Vernetzen Sie sich mit uns

Europawahl 2024

In diesem Moment großer Instabilität ist die Europäische Union auf der Suche nach neuen Führern

SHARE:

Veröffentlicht

on

Vom ehemaligen britischen liberalen Europaabgeordneten Andrew Duff.

Die Entscheidungen, vor denen es steht, sind heikel und kritisch. Angesichts der nationalen Wahlen zum Europäischen Parlament, die vom 27. bis 6. Juni in 9 Mitgliedstaaten stattfinden, stellt sich die Frage: Können sie die Führung übernehmen, die die EU braucht?

Am 11. Juni wird in Brüssel die Konferenz der Präsidenten des Europäischen Parlaments (CoP), bestehend aus Fraktionsvorsitzenden, zusammenkommen, um die Wahlergebnisse zu bewerten. Nach dem Gedränge um Rekruten und Überläufer wird die endgültige Zusammensetzung des Repräsentantenhauses erst dann festgelegt, wenn das neue Parlament am 16. Juli seine erste Plenarsitzung eröffnet. Nächste Woche werden wir die Gewinner und Verlierer kennen. Aber die Hauptgeschichte wird der Vormarsch der Rechten sein.

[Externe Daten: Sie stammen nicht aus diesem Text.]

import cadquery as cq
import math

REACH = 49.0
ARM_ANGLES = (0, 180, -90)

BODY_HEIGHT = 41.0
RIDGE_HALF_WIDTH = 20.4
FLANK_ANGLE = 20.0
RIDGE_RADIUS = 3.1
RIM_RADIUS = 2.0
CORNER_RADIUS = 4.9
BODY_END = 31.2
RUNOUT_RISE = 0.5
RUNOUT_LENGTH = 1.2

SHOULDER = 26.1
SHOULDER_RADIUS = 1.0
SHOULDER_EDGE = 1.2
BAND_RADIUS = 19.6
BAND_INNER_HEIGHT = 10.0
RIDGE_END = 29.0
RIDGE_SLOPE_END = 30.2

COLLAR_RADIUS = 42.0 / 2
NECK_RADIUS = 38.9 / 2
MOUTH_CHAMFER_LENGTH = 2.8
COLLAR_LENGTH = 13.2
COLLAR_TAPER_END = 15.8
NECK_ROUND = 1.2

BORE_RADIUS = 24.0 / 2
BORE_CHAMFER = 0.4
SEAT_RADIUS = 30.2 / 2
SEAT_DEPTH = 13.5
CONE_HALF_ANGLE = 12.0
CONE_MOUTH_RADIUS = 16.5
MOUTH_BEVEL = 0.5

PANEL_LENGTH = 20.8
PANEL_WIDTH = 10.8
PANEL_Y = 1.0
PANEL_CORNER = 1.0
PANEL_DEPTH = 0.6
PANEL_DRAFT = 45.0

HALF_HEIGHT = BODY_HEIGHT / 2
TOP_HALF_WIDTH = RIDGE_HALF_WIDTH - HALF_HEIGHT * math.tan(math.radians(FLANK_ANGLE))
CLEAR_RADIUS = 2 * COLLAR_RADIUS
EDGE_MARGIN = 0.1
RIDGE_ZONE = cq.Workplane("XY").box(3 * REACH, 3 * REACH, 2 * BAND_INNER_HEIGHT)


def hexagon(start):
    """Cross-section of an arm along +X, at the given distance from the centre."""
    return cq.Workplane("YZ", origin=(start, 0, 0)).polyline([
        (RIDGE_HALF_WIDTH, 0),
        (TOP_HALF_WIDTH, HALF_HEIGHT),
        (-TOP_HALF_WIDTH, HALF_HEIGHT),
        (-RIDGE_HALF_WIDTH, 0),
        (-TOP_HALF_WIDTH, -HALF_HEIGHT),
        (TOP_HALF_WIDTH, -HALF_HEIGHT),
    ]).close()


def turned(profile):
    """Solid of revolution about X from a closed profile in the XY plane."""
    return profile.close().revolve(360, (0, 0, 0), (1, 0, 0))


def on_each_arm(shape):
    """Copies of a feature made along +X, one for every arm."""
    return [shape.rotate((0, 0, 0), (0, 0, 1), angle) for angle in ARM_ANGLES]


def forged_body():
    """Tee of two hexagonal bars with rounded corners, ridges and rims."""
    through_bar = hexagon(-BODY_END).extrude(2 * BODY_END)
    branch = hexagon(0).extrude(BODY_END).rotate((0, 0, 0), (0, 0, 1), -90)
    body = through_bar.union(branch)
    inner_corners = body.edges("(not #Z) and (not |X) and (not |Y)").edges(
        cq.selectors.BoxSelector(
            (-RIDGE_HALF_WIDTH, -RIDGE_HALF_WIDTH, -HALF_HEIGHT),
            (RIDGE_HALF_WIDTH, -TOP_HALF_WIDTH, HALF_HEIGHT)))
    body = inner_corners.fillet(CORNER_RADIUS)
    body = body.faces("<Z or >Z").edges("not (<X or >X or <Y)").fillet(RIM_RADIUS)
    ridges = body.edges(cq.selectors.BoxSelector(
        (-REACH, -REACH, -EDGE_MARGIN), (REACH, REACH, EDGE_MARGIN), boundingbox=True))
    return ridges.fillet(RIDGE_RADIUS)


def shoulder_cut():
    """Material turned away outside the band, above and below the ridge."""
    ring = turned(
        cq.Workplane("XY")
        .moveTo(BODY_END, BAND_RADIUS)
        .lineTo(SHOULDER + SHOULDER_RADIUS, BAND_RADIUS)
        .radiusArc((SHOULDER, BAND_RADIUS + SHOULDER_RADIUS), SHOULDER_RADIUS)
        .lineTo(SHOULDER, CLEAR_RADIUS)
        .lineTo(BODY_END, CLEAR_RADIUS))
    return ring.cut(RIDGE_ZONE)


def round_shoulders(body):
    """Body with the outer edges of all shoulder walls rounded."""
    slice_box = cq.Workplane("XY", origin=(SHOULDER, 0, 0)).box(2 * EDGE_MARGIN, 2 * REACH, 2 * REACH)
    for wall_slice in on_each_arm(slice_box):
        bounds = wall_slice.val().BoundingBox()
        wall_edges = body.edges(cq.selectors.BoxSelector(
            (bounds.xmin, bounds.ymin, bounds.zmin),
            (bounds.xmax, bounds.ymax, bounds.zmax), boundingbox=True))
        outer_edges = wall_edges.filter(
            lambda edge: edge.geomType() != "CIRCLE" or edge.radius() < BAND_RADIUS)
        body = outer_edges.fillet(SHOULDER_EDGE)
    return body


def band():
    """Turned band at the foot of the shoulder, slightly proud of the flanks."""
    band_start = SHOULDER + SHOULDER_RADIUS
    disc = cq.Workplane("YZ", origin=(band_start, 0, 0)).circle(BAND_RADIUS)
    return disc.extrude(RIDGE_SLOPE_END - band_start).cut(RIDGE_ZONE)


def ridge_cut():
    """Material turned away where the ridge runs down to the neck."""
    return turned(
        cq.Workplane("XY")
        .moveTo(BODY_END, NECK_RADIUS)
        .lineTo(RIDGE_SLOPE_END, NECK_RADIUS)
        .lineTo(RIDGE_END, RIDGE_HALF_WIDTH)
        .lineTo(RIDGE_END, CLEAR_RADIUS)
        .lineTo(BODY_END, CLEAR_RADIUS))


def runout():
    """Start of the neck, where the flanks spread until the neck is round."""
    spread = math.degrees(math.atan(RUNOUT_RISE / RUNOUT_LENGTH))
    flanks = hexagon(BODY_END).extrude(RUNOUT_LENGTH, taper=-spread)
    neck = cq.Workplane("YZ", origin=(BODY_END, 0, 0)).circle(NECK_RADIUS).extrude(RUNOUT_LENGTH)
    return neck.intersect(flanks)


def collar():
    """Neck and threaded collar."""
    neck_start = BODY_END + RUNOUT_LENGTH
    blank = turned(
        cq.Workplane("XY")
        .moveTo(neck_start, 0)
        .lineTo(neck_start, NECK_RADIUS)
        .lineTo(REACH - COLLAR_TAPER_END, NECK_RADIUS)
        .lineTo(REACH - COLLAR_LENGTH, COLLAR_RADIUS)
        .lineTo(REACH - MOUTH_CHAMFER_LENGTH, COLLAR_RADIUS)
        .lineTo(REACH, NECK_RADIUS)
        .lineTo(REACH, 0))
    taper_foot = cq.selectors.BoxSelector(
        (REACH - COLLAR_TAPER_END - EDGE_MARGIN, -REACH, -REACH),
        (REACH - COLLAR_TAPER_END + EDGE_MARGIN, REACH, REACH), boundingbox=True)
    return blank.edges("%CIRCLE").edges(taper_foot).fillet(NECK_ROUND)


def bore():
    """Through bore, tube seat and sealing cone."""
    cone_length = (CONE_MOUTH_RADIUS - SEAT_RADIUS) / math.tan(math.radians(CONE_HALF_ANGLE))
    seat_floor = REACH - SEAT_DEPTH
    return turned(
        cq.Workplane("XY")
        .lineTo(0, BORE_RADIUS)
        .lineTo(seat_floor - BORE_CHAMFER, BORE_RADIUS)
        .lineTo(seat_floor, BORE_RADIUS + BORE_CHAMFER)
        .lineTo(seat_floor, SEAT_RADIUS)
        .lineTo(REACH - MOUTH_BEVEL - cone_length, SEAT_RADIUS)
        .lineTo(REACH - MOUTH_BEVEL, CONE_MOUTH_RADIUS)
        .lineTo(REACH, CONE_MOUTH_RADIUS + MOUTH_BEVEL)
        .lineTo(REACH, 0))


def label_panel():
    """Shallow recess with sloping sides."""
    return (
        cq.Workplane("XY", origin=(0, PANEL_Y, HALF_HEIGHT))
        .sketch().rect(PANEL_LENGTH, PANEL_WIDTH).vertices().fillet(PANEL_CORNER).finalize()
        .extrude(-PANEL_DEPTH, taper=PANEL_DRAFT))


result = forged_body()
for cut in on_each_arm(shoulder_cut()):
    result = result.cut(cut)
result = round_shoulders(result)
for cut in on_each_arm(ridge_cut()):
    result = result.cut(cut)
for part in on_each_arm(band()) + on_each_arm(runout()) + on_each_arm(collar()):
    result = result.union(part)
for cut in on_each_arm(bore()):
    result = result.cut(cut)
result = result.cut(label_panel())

Die größte Fraktion wird weiterhin die konservative Europäische Volkspartei (EVP) sein, die hartnäckig vom Veteranen Manfred Weber geführt wird. Er wird voraussichtlich Roberta Metsola (EVP), die derzeitige Präsidentin des Parlaments, für eine zweite Amtszeit nominieren. Er wird außerdem eine zweite Amtszeit von Ursula von der Leyen (EVP) als Präsidentin der Kommission fordern.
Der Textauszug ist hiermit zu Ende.